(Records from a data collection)
──────
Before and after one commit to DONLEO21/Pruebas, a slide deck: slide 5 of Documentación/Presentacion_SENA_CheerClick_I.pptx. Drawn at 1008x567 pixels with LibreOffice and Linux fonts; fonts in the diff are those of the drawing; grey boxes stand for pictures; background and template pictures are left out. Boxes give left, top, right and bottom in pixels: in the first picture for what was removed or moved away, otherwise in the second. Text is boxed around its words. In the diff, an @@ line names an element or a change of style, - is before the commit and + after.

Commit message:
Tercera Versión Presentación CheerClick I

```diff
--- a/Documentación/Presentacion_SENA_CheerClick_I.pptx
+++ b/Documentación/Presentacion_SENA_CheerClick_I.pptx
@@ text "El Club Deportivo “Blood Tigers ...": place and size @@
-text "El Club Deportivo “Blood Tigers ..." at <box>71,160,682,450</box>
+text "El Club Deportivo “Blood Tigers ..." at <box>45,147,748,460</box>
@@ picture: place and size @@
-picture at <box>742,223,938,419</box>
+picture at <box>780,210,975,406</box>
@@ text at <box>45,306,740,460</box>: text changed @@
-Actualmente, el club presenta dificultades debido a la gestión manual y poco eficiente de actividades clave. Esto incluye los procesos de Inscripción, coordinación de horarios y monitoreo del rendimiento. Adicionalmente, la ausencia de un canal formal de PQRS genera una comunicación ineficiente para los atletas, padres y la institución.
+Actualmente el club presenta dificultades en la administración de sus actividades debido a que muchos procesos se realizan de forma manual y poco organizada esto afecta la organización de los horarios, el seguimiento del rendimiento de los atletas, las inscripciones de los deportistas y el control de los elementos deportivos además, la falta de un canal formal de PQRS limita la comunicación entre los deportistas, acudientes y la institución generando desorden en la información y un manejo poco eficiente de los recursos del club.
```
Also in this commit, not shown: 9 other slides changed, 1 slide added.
──────
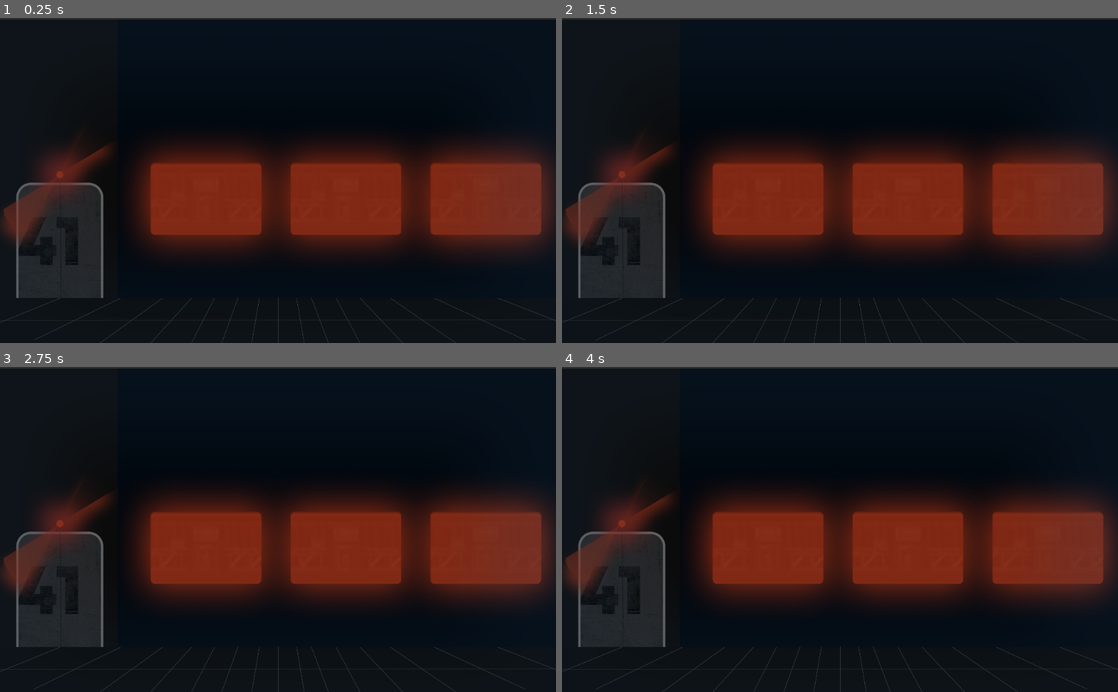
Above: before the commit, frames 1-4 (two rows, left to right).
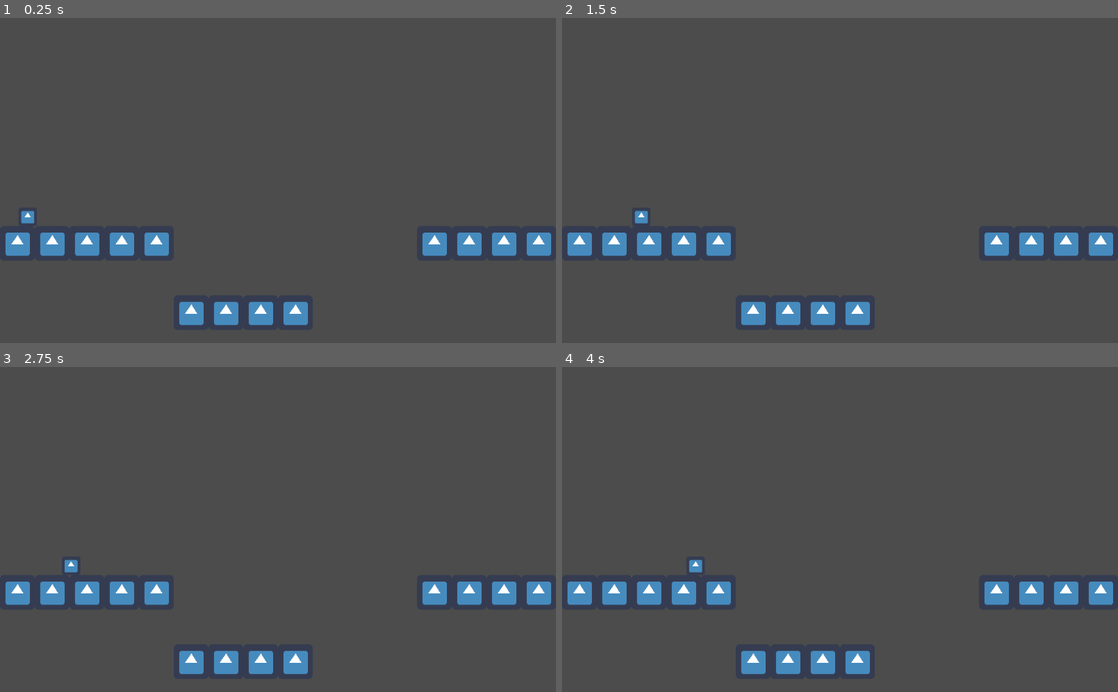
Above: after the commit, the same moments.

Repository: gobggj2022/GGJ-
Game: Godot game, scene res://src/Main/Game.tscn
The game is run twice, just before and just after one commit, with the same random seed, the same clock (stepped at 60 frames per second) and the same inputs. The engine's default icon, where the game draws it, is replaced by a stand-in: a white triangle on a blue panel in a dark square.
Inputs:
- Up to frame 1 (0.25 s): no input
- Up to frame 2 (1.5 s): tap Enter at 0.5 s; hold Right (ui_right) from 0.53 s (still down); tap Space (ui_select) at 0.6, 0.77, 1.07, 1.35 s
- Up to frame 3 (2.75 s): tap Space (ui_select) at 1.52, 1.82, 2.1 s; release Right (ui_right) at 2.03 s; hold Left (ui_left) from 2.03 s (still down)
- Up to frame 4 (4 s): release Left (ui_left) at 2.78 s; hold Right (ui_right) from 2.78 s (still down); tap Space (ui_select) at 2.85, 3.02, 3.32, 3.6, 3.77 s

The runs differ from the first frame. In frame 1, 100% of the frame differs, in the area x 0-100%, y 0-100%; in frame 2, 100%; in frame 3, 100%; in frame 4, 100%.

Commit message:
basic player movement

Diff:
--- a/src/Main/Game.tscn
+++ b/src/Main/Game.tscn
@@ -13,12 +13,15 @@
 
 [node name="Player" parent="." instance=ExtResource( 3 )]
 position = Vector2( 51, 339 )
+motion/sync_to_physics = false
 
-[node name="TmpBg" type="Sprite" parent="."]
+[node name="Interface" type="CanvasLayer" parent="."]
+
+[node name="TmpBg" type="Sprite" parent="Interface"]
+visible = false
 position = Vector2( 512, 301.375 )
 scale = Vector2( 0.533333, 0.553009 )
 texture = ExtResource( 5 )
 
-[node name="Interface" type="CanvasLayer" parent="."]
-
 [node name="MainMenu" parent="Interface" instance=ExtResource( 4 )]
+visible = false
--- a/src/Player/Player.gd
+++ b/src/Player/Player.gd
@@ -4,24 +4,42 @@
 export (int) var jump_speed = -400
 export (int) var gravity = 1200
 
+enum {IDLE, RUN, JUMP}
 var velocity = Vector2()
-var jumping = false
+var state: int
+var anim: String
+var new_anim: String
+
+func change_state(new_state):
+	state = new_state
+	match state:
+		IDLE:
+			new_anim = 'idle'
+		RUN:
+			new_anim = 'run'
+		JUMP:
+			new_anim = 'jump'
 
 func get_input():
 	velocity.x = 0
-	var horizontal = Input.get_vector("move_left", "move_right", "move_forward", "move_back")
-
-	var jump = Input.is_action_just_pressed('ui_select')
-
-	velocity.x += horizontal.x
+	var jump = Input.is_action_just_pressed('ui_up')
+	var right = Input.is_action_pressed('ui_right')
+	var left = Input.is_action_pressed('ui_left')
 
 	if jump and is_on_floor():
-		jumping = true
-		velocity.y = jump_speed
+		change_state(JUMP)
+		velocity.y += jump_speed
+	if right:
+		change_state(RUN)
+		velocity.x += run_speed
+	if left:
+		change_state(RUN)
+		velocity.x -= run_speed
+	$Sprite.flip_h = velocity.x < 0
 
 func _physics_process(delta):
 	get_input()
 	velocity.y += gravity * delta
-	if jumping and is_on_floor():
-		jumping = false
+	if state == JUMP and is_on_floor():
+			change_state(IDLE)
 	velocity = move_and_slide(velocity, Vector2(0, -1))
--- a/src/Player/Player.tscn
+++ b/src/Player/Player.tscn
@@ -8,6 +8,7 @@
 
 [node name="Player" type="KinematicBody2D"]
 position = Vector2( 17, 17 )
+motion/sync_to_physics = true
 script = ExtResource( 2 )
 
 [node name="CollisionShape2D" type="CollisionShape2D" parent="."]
──────
Quote the data above from the line containing "The runs differ" to the line containing "export (int) var gravity = 1200", inclusive, and stop.

Solution to the problem |
The runs differ from the first frame. In frame 1, 100% of the frame differs, in the area x 0-100%, y 0-100%; in frame 2, 100%; in frame 3, 100%; in frame 4, 100%.

Commit message:
basic player movement

Diff:
--- a/src/Main/Game.tscn
+++ b/src/Main/Game.tscn
@@ -13,12 +13,15 @@
 
 [node name="Player" parent="." instance=ExtResource( 3 )]
 position = Vector2( 51, 339 )
+motion/sync_to_physics = false
 
-[node name="TmpBg" type="Sprite" parent="."]
+[node name="Interface" type="CanvasLayer" parent="."]
+
+[node name="TmpBg" type="Sprite" parent="Interface"]
+visible = false
 position = Vector2( 512, 301.375 )
 scale = Vector2( 0.533333, 0.553009 )
 texture = ExtResource( 5 )
 
-[node name="Interface" type="CanvasLayer" parent="."]
-
 [node name="MainMenu" parent="Interface" instance=ExtResource( 4 )]
+visible = false
--- a/src/Player/Player.gd
+++ b/src/Player/Player.gd
@@ -4,24 +4,42 @@
 export (int) var jump_speed = -400
 export (int) var gravity = 1200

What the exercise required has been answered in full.